这语气冷得惊人,刘丽雅弄了好大一个没趣,一双柔情似水的眼睛仍是忍不住往宁修远身上瞄,满是委屈。

“宁哥哥怎得如此说话,我即便不是你亲妹妹。我母亲也与你母亲乃是手帕交,我与你也算是从小认识的。你如何……如何能眼见我落水而不救呢!”

宁修远面上的笑意更大了,“刘大人曾在福建外任六年。刘姑娘可谓是在福建水边长大的。水性那是不用说的。我还以为刘姑娘是兴致来了,想在水里玩一玩呢。

若不然,我可想不出来,这荒野城外,又非名胜景致之地,刘家在这周围也没庄子产业。确实不知刘姑娘来此做什么了。

何况虽然我朝民风较前朝开放,闺阁女子不必守着大门不出,二门不迈。但若要出门,那也是定要有仆从跟随的。

我想着刘姑娘水性不错,许是京里不比福建,在家里闷得狠了,出来耍一耍。我这一救不免扰了姑娘的兴致。

何况,姑娘既然再此,想必仆从也在左近。即便有事,也当会有仆从立时赶过来才是。却没想到……”

说罢一声长叹,这未尽之言却是更让人深思了。

刘丽雅被戳穿了心思,面上十分尴尬,却死活不愿意承认,支支吾吾,说不出话来,倒是哭的梨花带雨,我见犹怜,让围观之人即便猜到些什么也不忍责难。

可宁修远却没这样的怜香惜玉之心,更没那君子风度,接着道:“不是宁某人自夸。想要嫁入我宁家的人比比皆是。

我这平日里在街上走着,隔三差五地便能遇到不是摔在我面前,就是晕在我身边的人。我若是今日扶一把,明日帮一把的。

如今我那后院可就要住不下了。需知女子名声何其重要。若真是危难关头,我救你一救,也没人说嘴。可……”

宁修远笑着指了指刘丽雅,“刘姑娘穿着这样,倘或我救了你,你这身子不仅被我看了,还给摸了。刘姑娘岂非要嫁给我才能了事。若不然,名节被毁,那还不如去死了。

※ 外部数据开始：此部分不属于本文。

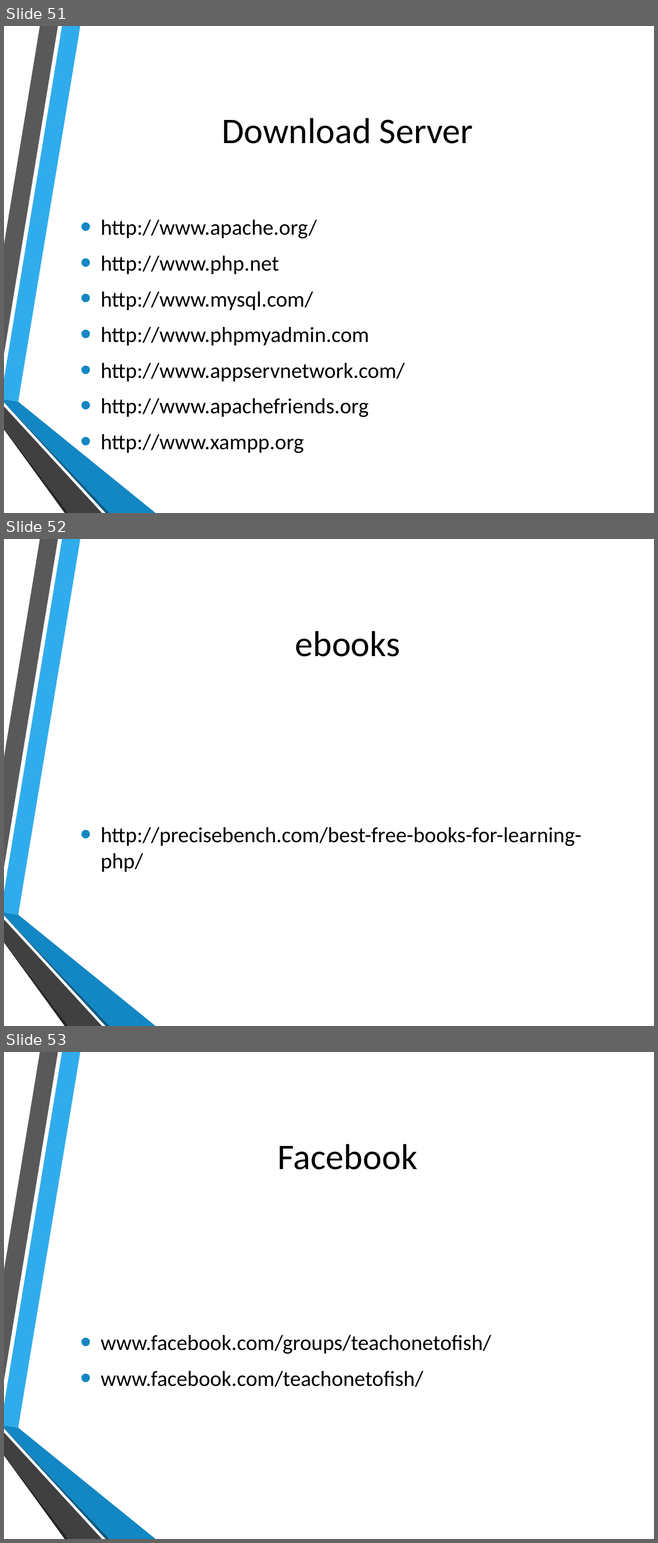
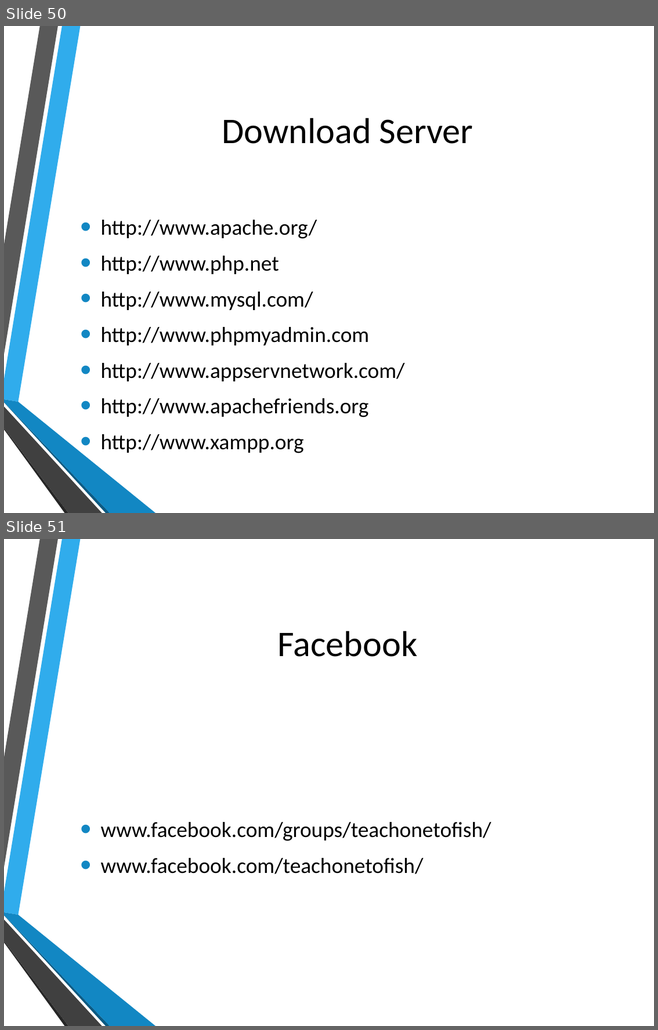
Before and after one commit to hatted/fevaworks-php, a slide deck: php-fw1/lesson1.pptx. Shown one above the other, each under a label of ours: slides 51, 52 and 53 before the commit, slides 50 and 51 after it. The pictures are 658x1543 and 658x1030 pixels, drawn with LibreOffice and Linux fonts; fonts in the diff are those of the drawing; background and template pictures are left out. Boxes give left, top, right and bottom in pixels: in the first picture for what was removed or moved away, otherwise in the second. Text is boxed around its words. In the diff, an @@ line names an element or a change of style, - is before the commit and + after.

```diff
--- a/php-fw1/lesson1.pptx
+++ b/php-fw1/lesson1.pptx
@@ slide 52 removed at bbox=[4, 539, 654, 1026], background picture (left out); not listed: 6 template elements that a slide beside it also shows @@
@@ title removed at bbox=[295, 631, 400, 657] @@
-ebooks
@@ text removed at bbox=[101, 827, 582, 872] @@
-• http://precisebench.com/best-free-books-for-learning-php/
@@ what was slide 51 is now slide 50 @@
@@ what was slide 53 is now slide 51 @@
```
Also in this commit, not shown: 8 slides changed, 1 slide added, 2 other slides removed, 2 other files.

如此一来,我不愿娶,倒不如不救,这般刘姑娘不论如何,还能落得个清白结局。”

众人这才恍然发觉刘丽雅的穿着实在单薄,这大冷的天,穿的竟比春衫还薄。这一落水,衣服全湿透了贴在身上,那窈窕的身段若隐若现。实在暧昧。

那救人的男子脸一红,撇过脸去。

刘丽雅更是难堪,宁修远不说还罢,这一说,叫她如何自处!

可恨宁修远仿佛不肯罢休,竟朝那救人的男人躬身作揖,“还请这位兄台为刘姑娘名声作响,速速回家禀报双亲,赶紧去刘家提亲吧!”

这般一说,刘丽雅顿时面色青白一片,这倒是叫她不嫁也不行了!可是……

刘丽雅恨恨看了眼身边的男子,虽也算清秀,可穿着寒酸,何况这郊外之地,怎会有富贵公子。这叫她如何甘心。

此时却是十分后悔,为何不自己游上来,偏想着做戏要做全套,不能让宁修远瞧出破绽。而且这河水冷得很,刚下水时还好,后来呆得久了,却是冷得她半天力气也没有。便是要自己游,怕是也不行了。

宁修远再也不想瞧她,右手拇指食指放在嘴边吹了个口哨,便见一棕色骏马由官道走来。宁修远翻身上马,动作利落干净,潇洒自如,十分好看。

宁修远这一走,没得热闹可看。围观人也都纷纷散去。刘家的仆从也来了,带了刘丽雅便走,倒是瞧都不瞧那救命恩人。

那恩人也不过是个实诚的汉子,讪讪地摸了摸头走了。全然将今日之事放在心上。见刘丽雅的气度也知不是普通人家,他倒也没有趁势打劫的心思。

官道通畅,顾长宁唤了车夫焦大继续往前。待渐行渐远了,宁修远才牵了马从林中又转了出来,身边还跟了个小厮。

“去查一查,是谁把我的行踪泄露出去的!刘家怎么找到的这里!”

那小厮应了,正准备走,却听宁修远又道:“刚刚过去的那辆可是顾国公府的马车?”

“是!那马车上有顾家的标识。”

宁修远点了点头,“可知道是顾家哪位姑娘?”

那小厮一愣,答不上来。“大少爷可是想让我去打听打听?”

从这里过去只有一条道,这条道也只通往前面的西山。而西山上除了一座寺院,其他都是荒野什么都没有。想来自然是去寺院的。

宁修远眉心一凝,“赶紧去问问。不过小心点,别太刻意。让人知道我打听一个姑娘,只怕又要生出一段风波了。对人家姑娘也不好!”